### Exercise brief
Retype each record exactly, please. Skip none.

Excerpts from a dataset

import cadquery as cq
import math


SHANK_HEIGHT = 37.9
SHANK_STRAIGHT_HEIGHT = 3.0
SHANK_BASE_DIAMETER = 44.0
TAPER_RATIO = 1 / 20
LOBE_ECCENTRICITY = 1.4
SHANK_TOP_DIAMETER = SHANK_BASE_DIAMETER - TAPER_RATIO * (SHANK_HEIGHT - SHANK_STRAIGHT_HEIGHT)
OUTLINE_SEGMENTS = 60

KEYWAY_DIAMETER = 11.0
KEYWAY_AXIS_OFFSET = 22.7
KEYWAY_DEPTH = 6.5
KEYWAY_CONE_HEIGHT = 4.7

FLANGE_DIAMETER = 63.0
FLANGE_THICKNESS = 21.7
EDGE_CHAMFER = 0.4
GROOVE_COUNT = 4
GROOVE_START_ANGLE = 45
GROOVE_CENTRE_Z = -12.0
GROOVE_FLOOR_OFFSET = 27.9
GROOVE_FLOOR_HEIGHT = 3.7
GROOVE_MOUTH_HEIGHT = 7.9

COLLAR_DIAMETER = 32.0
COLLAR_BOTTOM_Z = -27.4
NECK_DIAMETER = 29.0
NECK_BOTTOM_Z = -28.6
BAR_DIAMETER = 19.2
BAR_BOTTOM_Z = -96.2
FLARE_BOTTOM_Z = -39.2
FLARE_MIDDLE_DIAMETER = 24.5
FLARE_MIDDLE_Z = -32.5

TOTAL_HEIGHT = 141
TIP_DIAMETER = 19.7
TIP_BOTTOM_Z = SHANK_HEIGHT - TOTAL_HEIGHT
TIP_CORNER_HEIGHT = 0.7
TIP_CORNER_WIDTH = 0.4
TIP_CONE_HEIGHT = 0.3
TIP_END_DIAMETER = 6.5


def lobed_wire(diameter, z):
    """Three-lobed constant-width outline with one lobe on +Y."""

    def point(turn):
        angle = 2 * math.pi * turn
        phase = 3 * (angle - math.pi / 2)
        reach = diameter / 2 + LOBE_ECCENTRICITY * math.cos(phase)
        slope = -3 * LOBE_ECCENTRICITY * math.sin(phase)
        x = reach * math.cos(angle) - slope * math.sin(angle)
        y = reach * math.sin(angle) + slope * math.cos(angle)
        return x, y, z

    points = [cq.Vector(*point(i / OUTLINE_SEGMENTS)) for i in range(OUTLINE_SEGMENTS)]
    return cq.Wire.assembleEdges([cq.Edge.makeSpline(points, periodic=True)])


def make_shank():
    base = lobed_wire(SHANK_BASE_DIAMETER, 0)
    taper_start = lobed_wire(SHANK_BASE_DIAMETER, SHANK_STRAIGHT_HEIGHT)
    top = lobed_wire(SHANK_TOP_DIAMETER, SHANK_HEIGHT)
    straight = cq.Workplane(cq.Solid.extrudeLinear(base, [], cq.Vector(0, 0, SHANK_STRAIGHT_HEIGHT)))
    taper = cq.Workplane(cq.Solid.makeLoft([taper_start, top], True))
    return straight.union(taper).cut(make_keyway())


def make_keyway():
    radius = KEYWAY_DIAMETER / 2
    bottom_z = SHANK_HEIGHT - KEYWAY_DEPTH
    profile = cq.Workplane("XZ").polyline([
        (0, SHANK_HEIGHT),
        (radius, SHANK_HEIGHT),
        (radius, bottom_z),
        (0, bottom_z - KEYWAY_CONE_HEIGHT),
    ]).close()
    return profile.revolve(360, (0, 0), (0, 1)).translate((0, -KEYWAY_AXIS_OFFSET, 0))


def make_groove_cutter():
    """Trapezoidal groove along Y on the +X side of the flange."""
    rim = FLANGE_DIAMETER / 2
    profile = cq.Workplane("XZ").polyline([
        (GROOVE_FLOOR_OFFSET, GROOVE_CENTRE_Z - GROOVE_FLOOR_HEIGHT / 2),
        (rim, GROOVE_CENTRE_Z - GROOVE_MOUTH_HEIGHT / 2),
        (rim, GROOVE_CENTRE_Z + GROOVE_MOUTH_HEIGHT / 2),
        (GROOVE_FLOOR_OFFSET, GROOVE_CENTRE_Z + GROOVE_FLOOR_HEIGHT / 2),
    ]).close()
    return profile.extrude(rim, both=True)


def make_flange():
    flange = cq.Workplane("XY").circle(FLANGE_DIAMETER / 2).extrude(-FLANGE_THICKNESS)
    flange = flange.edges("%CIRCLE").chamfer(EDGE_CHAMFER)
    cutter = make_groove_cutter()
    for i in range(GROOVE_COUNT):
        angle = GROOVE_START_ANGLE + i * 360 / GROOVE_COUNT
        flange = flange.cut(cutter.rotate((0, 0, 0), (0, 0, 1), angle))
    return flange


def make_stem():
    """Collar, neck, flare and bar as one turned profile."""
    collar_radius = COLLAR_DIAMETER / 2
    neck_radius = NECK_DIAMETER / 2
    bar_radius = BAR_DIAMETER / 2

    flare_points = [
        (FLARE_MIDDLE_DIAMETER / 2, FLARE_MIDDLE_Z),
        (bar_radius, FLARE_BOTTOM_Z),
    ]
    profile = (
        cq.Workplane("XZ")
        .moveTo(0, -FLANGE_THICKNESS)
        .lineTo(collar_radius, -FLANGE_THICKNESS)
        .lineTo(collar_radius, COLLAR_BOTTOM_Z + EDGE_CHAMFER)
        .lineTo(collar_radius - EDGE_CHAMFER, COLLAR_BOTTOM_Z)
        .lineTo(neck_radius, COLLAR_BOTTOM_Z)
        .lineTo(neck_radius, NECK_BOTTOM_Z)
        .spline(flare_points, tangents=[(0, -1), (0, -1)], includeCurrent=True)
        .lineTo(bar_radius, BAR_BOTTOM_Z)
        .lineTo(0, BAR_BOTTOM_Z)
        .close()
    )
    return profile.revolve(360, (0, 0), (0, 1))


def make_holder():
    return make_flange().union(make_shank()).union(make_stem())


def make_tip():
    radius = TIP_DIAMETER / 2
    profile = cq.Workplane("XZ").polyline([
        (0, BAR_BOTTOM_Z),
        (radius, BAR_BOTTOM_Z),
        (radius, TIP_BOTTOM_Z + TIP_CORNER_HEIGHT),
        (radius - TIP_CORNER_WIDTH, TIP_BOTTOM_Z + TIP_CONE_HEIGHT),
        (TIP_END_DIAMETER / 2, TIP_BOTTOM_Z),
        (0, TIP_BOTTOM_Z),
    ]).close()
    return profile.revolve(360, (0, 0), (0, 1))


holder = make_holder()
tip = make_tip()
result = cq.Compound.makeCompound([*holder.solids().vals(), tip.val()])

### Task result
import cadquery as cq
import math


SHANK_HEIGHT = 37.9
SHANK_STRAIGHT_HEIGHT = 3.0
SHANK_BASE_DIAMETER = 44.0
TAPER_RATIO = 1 / 20
LOBE_ECCENTRICITY = 1.4
SHANK_TOP_DIAMETER = SHANK_BASE_DIAMETER - TAPER_RATIO * (SHANK_HEIGHT - SHANK_STRAIGHT_HEIGHT)
OUTLINE_SEGMENTS = 60

KEYWAY_DIAMETER = 11.0
KEYWAY_AXIS_OFFSET = 22.7
KEYWAY_DEPTH = 6.5
KEYWAY_CONE_HEIGHT = 4.7

FLANGE_DIAMETER = 63.0
FLANGE_THICKNESS = 21.7
EDGE_CHAMFER = 0.4
GROOVE_COUNT = 4
GROOVE_START_ANGLE = 45
GROOVE_CENTRE_Z = -12.0
GROOVE_FLOOR_OFFSET = 27.9
GROOVE_FLOOR_HEIGHT = 3.7
GROOVE_MOUTH_HEIGHT = 7.9

COLLAR_DIAMETER = 32.0
COLLAR_BOTTOM_Z = -27.4
NECK_DIAMETER = 29.0
NECK_BOTTOM_Z = -28.6
BAR_DIAMETER = 19.2
BAR_BOTTOM_Z = -96.2
FLARE_BOTTOM_Z = -39.2
FLARE_MIDDLE_DIAMETER = 24.5
FLARE_MIDDLE_Z = -32.5

TOTAL_HEIGHT = 141
TIP_DIAMETER = 19.7
TIP_BOTTOM_Z = SHANK_HEIGHT - TOTAL_HEIGHT
TIP_CORNER_HEIGHT = 0.7
TIP_CORNER_WIDTH = 0.4
TIP_CONE_HEIGHT = 0.3
TIP_END_DIAMETER = 6.5


def lobed_wire(diameter, z):
    """Three-lobed constant-width outline with one lobe on +Y."""

    def point(turn):
        angle = 2 * math.pi * turn
        phase = 3 * (angle - math.pi / 2)
        reach = diameter / 2 + LOBE_ECCENTRICITY * math.cos(phase)
        slope = -3 * LOBE_ECCENTRICITY * math.sin(phase)
        x = reach * math.cos(angle) - slope * math.sin(angle)
        y = reach * math.sin(angle) + slope * math.cos(angle)
        return x, y, z

    points = [cq.Vector(*point(i / OUTLINE_SEGMENTS)) for i in range(OUTLINE_SEGMENTS)]
    return cq.Wire.assembleEdges([cq.Edge.makeSpline(points, periodic=True)])


def make_shank():
    base = lobed_wire(SHANK_BASE_DIAMETER, 0)
    taper_start = lobed_wire(SHANK_BASE_DIAMETER, SHANK_STRAIGHT_HEIGHT)
    top = lobed_wire(SHANK_TOP_DIAMETER, SHANK_HEIGHT)
    straight = cq.Workplane(cq.Solid.extrudeLinear(base, [], cq.Vector(0, 0, SHANK_STRAIGHT_HEIGHT)))
    taper = cq.Workplane(cq.Solid.makeLoft([taper_start, top], True))
    return straight.union(taper).cut(make_keyway())


def make_keyway():
    radius = KEYWAY_DIAMETER / 2
    bottom_z = SHANK_HEIGHT - KEYWAY_DEPTH
    profile = cq.Workplane("XZ").polyline([
        (0, SHANK_HEIGHT),
        (radius, SHANK_HEIGHT),
        (radius, bottom_z),
        (0, bottom_z - KEYWAY_CONE_HEIGHT),
    ]).close()
    return profile.revolve(360, (0, 0), (0, 1)).translate((0, -KEYWAY_AXIS_OFFSET, 0))


def make_groove_cutter():
    """Trapezoidal groove along Y on the +X side of the flange."""
    rim = FLANGE_DIAMETER / 2
    profile = cq.Workplane("XZ").polyline([
        (GROOVE_FLOOR_OFFSET, GROOVE_CENTRE_Z - GROOVE_FLOOR_HEIGHT / 2),
        (rim, GROOVE_CENTRE_Z - GROOVE_MOUTH_HEIGHT / 2),
        (rim, GROOVE_CENTRE_Z + GROOVE_MOUTH_HEIGHT / 2),
        (GROOVE_FLOOR_OFFSET, GROOVE_CENTRE_Z + GROOVE_FLOOR_HEIGHT / 2),
    ]).close()
    return profile.extrude(rim, both=True)


def make_flange():
    flange = cq.Workplane("XY").circle(FLANGE_DIAMETER / 2).extrude(-FLANGE_THICKNESS)
    flange = flange.edges("%CIRCLE").chamfer(EDGE_CHAMFER)
    cutter = make_groove_cutter()
    for i in range(GROOVE_COUNT):
        angle = GROOVE_START_ANGLE + i * 360 / GROOVE_COUNT
        flange = flange.cut(cutter.rotate((0, 0, 0), (0, 0, 1), angle))
    return flange


def make_stem():
    """Collar, neck, flare and bar as one turned profile."""
    collar_radius = COLLAR_DIAMETER / 2
    neck_radius = NECK_DIAMETER / 2
    bar_radius = BAR_DIAMETER / 2

    flare_points = [
        (FLARE_MIDDLE_DIAMETER / 2, FLARE_MIDDLE_Z),
        (bar_radius, FLARE_BOTTOM_Z),
    ]
    profile = (
        cq.Workplane("XZ")
        .moveTo(0, -FLANGE_THICKNESS)
        .lineTo(collar_radius, -FLANGE_THICKNESS)
        .lineTo(collar_radius, COLLAR_BOTTOM_Z + EDGE_CHAMFER)
        .lineTo(collar_radius - EDGE_CHAMFER, COLLAR_BOTTOM_Z)
        .lineTo(neck_radius, COLLAR_BOTTOM_Z)
        .lineTo(neck_radius, NECK_BOTTOM_Z)
        .spline(flare_points, tangents=[(0, -1), (0, -1)], includeCurrent=True)
        .lineTo(bar_radius, BAR_BOTTOM_Z)
        .lineTo(0, BAR_BOTTOM_Z)
        .close()
    )
    return profile.revolve(360, (0, 0), (0, 1))


def make_holder():
    return make_flange().union(make_shank()).union(make_stem())


def make_tip():
    radius = TIP_DIAMETER / 2
    profile = cq.Workplane("XZ").polyline([
        (0, BAR_BOTTOM_Z),
        (radius, BAR_BOTTOM_Z),
        (radius, TIP_BOTTOM_Z + TIP_CORNER_HEIGHT),
        (radius - TIP_CORNER_WIDTH, TIP_BOTTOM_Z + TIP_CONE_HEIGHT),
        (TIP_END_DIAMETER / 2, TIP_BOTTOM_Z),
        (0, TIP_BOTTOM_Z),
    ]).close()
    return profile.revolve(360, (0, 0), (0, 1))


holder = make_holder()
tip = make_tip()
result = cq.Compound.makeCompound([*holder.solids().vals(), tip.val()])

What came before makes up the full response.